● **EXERCISE GOAL**
What lines in the material hold the string "origin"? Return every one of them.

● **EXERCISE INPUTS**

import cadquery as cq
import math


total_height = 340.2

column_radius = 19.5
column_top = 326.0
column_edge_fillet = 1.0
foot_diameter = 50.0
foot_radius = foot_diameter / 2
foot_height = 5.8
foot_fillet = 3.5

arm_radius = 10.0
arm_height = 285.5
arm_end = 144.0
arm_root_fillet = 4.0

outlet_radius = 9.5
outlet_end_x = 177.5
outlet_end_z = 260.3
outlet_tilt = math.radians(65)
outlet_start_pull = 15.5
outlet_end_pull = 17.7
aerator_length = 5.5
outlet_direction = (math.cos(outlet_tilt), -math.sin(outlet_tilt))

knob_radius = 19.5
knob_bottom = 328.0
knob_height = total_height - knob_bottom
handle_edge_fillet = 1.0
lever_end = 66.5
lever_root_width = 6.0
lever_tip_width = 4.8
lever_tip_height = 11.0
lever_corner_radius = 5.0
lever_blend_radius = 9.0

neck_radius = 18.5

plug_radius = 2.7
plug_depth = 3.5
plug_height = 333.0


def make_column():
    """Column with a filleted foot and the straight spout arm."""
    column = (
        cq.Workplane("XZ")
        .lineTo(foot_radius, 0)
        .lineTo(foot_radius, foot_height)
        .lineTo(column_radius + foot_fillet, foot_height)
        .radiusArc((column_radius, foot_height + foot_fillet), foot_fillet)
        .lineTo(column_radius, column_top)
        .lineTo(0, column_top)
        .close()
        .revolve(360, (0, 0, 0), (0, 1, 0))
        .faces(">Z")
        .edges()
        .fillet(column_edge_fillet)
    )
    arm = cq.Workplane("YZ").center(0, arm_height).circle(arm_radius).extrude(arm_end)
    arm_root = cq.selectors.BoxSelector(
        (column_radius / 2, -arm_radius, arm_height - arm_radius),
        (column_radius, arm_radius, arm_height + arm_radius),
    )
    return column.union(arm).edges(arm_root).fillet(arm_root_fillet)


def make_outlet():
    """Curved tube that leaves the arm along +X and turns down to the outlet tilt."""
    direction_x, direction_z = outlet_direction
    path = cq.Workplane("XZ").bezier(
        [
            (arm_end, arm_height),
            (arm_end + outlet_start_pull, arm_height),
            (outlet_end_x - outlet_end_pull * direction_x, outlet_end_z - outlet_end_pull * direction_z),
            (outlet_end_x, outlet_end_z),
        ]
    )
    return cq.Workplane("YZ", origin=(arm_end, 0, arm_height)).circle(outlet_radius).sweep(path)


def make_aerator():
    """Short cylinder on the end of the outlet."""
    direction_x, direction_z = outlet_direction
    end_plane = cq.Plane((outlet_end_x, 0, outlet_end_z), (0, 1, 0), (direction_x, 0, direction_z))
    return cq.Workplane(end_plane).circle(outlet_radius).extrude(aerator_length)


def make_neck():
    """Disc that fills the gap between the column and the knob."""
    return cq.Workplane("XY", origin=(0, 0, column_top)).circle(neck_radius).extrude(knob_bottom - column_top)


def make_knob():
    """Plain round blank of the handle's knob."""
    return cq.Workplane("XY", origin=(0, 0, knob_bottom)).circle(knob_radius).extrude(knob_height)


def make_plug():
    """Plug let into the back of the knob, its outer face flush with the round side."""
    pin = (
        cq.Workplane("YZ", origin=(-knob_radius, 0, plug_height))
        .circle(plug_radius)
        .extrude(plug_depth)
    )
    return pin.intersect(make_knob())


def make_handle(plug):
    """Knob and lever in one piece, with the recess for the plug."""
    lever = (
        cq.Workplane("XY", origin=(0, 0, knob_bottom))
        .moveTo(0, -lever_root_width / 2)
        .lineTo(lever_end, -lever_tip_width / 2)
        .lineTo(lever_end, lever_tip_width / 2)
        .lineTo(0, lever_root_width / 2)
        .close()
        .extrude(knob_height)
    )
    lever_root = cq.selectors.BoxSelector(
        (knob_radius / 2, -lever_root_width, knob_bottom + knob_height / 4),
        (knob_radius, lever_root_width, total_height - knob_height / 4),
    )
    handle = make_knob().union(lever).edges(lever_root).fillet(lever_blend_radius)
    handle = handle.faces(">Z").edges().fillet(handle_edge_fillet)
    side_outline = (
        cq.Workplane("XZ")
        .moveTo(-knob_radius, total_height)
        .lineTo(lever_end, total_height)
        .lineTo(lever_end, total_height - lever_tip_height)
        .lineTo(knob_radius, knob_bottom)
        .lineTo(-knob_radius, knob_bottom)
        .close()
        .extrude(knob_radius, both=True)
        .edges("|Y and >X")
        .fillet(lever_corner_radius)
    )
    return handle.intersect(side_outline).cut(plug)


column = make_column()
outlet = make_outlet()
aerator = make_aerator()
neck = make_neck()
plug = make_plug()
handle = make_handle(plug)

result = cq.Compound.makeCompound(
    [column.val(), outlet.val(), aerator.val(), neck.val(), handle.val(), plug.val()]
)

● **ANSWER**
    return cq.Workplane("YZ", origin=(arm_end, 0, arm_height)).circle(outlet_radius).sweep(path)
    return cq.Workplane("XY", origin=(0, 0, column_top)).circle(neck_radius).extrude(knob_bottom - column_top)
    return cq.Workplane("XY", origin=(0, 0, knob_bottom)).circle(knob_radius).extrude(knob_height)
        cq.Workplane("YZ", origin=(-knob_radius, 0, plug_height))
        cq.Workplane("XY", origin=(0, 0, knob_bottom))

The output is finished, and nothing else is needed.